FIG. 12 is a working schematic representation of other background art.
In this background art, an example of a workpiece W2 which has already been machined with respect to part of its recess to be machined, then, electrical-discharge machining is carried out with the electrode EL1 as shown, and acts in the sequence of FIG. 12 (A), (B), (C), (D).
In this background art, a solenoid valve 40 and a pump 41 are provided, and are arranged such that the water 10 is suctioned through the electrode EL1 into the tank 20a.
First, as shown in FIG. 12(A), when roughing is carried out on the workpiece W2, a solenoid valve 39 is opened, and pumps 31 and 33 are actuated to supply the water 10 into the work tank T from the tank 30a. At this time, the pumps 32 and 34 are stopped, the solenoid valve 40 is closed and the pump 41 is stopped.
Then, after the roughing cut with the electrode EL1 has been finished, the drain 14 is opened, and the solenoid valve 39 is closed and the pumps 31 and 33 stopped with the electrode EL still in position to machine into a machined recess A1 which was newly produced by the roughing cut as shown in FIG. 12(B). The solenoid valve 40 is opened and the pump 41 actuated. Thus, the water 10 remaining in the machined recess A1 is suctioned from the end of the electrode EL1, and the suctioned water 10 is fed to the tank 20a.
After the water 10 in the work tank T is discharged through the drain 14 as shown in FIG. 12(C) the pump 32 is actuated to supply the oil 11 into the work tank T from the tank 30b. Also the water 10 remaining in the machined recess A1 in the workpiece W2 is suctioned therefrom by actuating the pump 41 at this time.
Then, after the water 10 in the machined recess A is suctioned out, as shown in FIG. 12(D), the oil 11 is supplied to the electrode EL1 by closing the solenoid valve 40, opening the solenoid valve 39 and then actuating the pump 32. Then finish cutting is carried out by using the oil 11 as a working fluid.
In the above background art, the machining fluid supply is arranged such that after performing electrical-discharge machining using water, the water remaining is removed from the machined recess by scattering it using an oil jet or by suctioning it out of the recess.
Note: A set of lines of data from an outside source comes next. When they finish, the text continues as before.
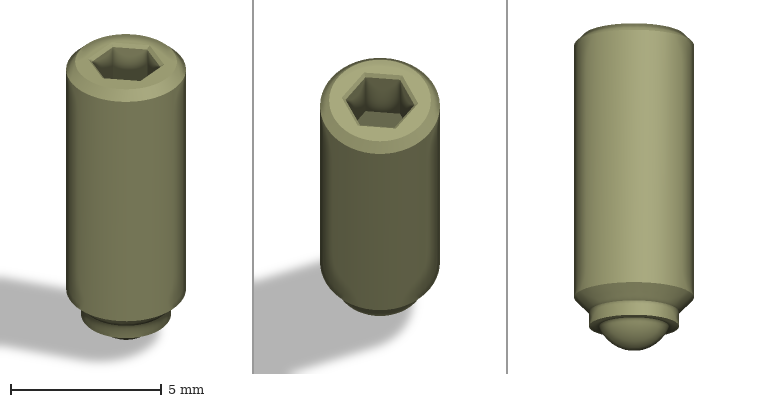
import cadquery as cq
import math

length = 10.8
body_diameter = 4.0
collar_diameter = 3.0
body_radius = body_diameter / 2
collar_radius = collar_diameter / 2

ball_radius = 1.25
ball_protrusion = 0.8
collar_height = 0.5
top_chamfer = 0.3

socket_flats = 2.0
socket_depth = 2.0
socket_chamfer = 0.11

collar_bottom = ball_protrusion
collar_top = collar_bottom + collar_height
body_bottom = collar_top + (body_radius - collar_radius)


def make_body():
    """Turned body with a chamfered top, a lower cone and a collar."""
    return (
        cq.Workplane("XZ")
        .moveTo(0, collar_bottom)
        .lineTo(collar_radius, collar_bottom)
        .lineTo(collar_radius, collar_top)
        .lineTo(body_radius, body_bottom)
        .lineTo(body_radius, length - top_chamfer)
        .lineTo(body_radius - top_chamfer, length)
        .lineTo(0, length)
        .close()
        .revolve(360, (0, 0, 0), (0, 1, 0))
    )


def make_ball():
    """Ball that rests on the origin and sticks out below the collar."""
    return cq.Workplane("XY").sphere(ball_radius).translate((0, 0, ball_radius))


def corner_diameter(across_flats):
    return across_flats / math.cos(math.pi / 6)


def make_socket():
    """Hexagonal socket with corners on X and a chamfered mouth."""
    hexagon = (
        cq.Workplane("XY")
        .workplane(offset=length - socket_depth)
        .polygon(6, corner_diameter(socket_flats))
        .extrude(socket_depth)
    )
    mouth = (
        cq.Workplane("XY")
        .workplane(offset=length)
        .polygon(6, corner_diameter(socket_flats + 2 * socket_chamfer))
        .extrude(-socket_chamfer, taper=45)
    )
    return hexagon.union(mouth)


result = make_body().union(make_ball()).cut(make_socket())
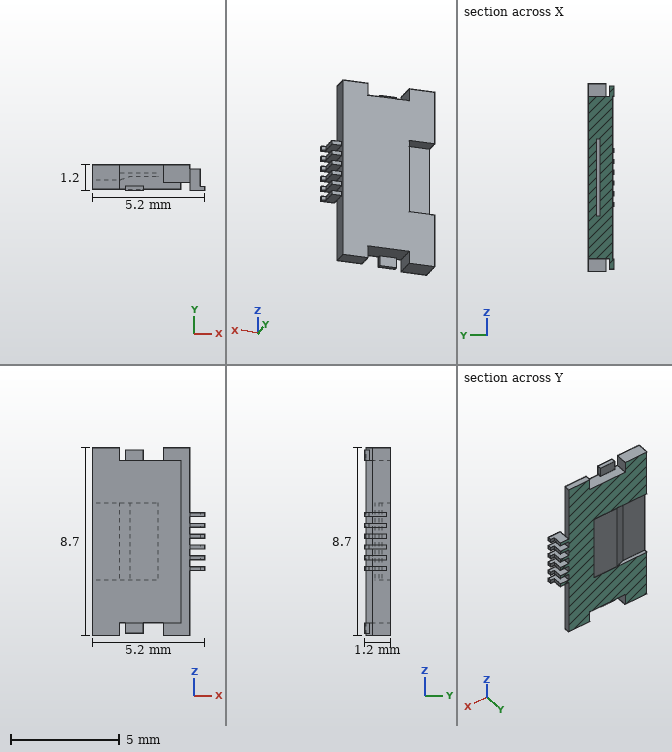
import cadquery as cq

length = 8.7
back_y = 1.2

bar_width = 1.26
front_y = 0.05
body_half_length = 3.76
body_end_x = 4.09

rear_start_x = 3.29
rear_end_x = 4.515
rear_front_y = 0.365

tab_start_x = 1.53
tab_end_x = 2.36
tab_thickness = 0.22
tab_half_length = 4.245

opening_length = 3.55
opening_front_y = 0.49
slot_front_y = 0.65
slot_back_y = 0.81
lead_in_end_x = 1.74
slot_end_x = 3.045

lead_count = 6
lead_pitch = 0.499
lead_width = 0.19
lead_back_y = 1.01
lead_stem_end_x = 4.99
lead_foot_thickness = 0.19
lead_tip_x = 5.2


def block(x_range, y_range, half_length):
    """Box spanning the given X and Y ranges, symmetric about Z = 0."""
    x0, x1 = x_range
    y0, y1 = y_range
    return cq.Workplane("XY").box(x1 - x0, y1 - y0, 2 * half_length).translate(
        ((x0 + x1) / 2, (y0 + y1) / 2, 0)
    )


def profile(points, height):
    """Prism of an XY outline, symmetric about Z = 0."""
    return cq.Workplane("XY").polyline(points).close().extrude(height / 2, both=True)


def housing():
    bar = block((0, bar_width), (front_y, back_y), length / 2)
    body = block((bar_width, body_end_x), (front_y, back_y), body_half_length)
    rear = block((rear_start_x, rear_end_x), (rear_front_y, back_y), length / 2)
    return bar.union(body).union(rear)


def solder_tabs():
    """End tabs, standing proud of the front face only beyond the body ends."""
    tabs = block((tab_start_x, tab_end_x), (0, tab_thickness), tab_half_length)
    between = block((tab_start_x, tab_end_x), (0, front_y), body_half_length)
    return tabs.cut(between)


def cable_opening():
    return profile(
        [
            (0, opening_front_y),
            (bar_width, opening_front_y),
            (lead_in_end_x, slot_front_y),
            (slot_end_x, slot_front_y),
            (slot_end_x, slot_back_y),
            (bar_width, slot_back_y),
            (bar_width, back_y),
            (0, back_y),
        ],
        opening_length,
    )


def lead(z):
    outline = [
        (rear_end_x, 0),
        (lead_tip_x, 0),
        (lead_tip_x, lead_foot_thickness),
        (lead_stem_end_x, lead_foot_thickness),
        (lead_stem_end_x, lead_back_y),
        (rear_end_x, lead_back_y),
    ]
    return profile(outline, lead_width).translate((0, 0, z))


result = housing().union(solder_tabs()).cut(cable_opening())
for index in range(lead_count):
    result = result.union(lead((index - (lead_count - 1) / 2) * lead_pitch))

However, such a method for removal of water has the disadvantage of being limited by the design of a jet nozzle provided in the electrode for jetting or suctioning the working fluid. For example, when a groove H formed in the machine recess A2 of a workpiece W3 is small, as shown in FIG. 13(A), it is difficult to provide the jet nozzle in the electrode part so as to oppose to the groove H. Furthermore, while in this case, it may be effective to suction water using the jet nozzle while vertically moving an electrode EL2 within the groove H, complete suctioning of the water is unlikely. Even assuming that the water removal method of the above background art is not restricted to a specific design for the jet nozzle, complete removal of the water is still not possible.
In addition to the above, there is the disadvantage that when machining is carried out by filling the work tank T with oil while water remains in the machined recess, machining will become unstable, and the consumption rate of the electrode will increase, generating unacceptable arc discharges during machining operations.
Of necessity, it can be arranged such that the water is completely removed manually from the machined recess. However, there is then a disadvantage in that automatic change over of the working fluid from water to oil is not possible. Further, in order to manually remove the water, an additional operation of removing the machined workpiece is required which requires additional time and labor. Furthermore, there is such a disadvantage that once the workpiece is removed from the worktable for separating the workpiece in the work tank T, repositioning of the electrode and the workpiece will be required.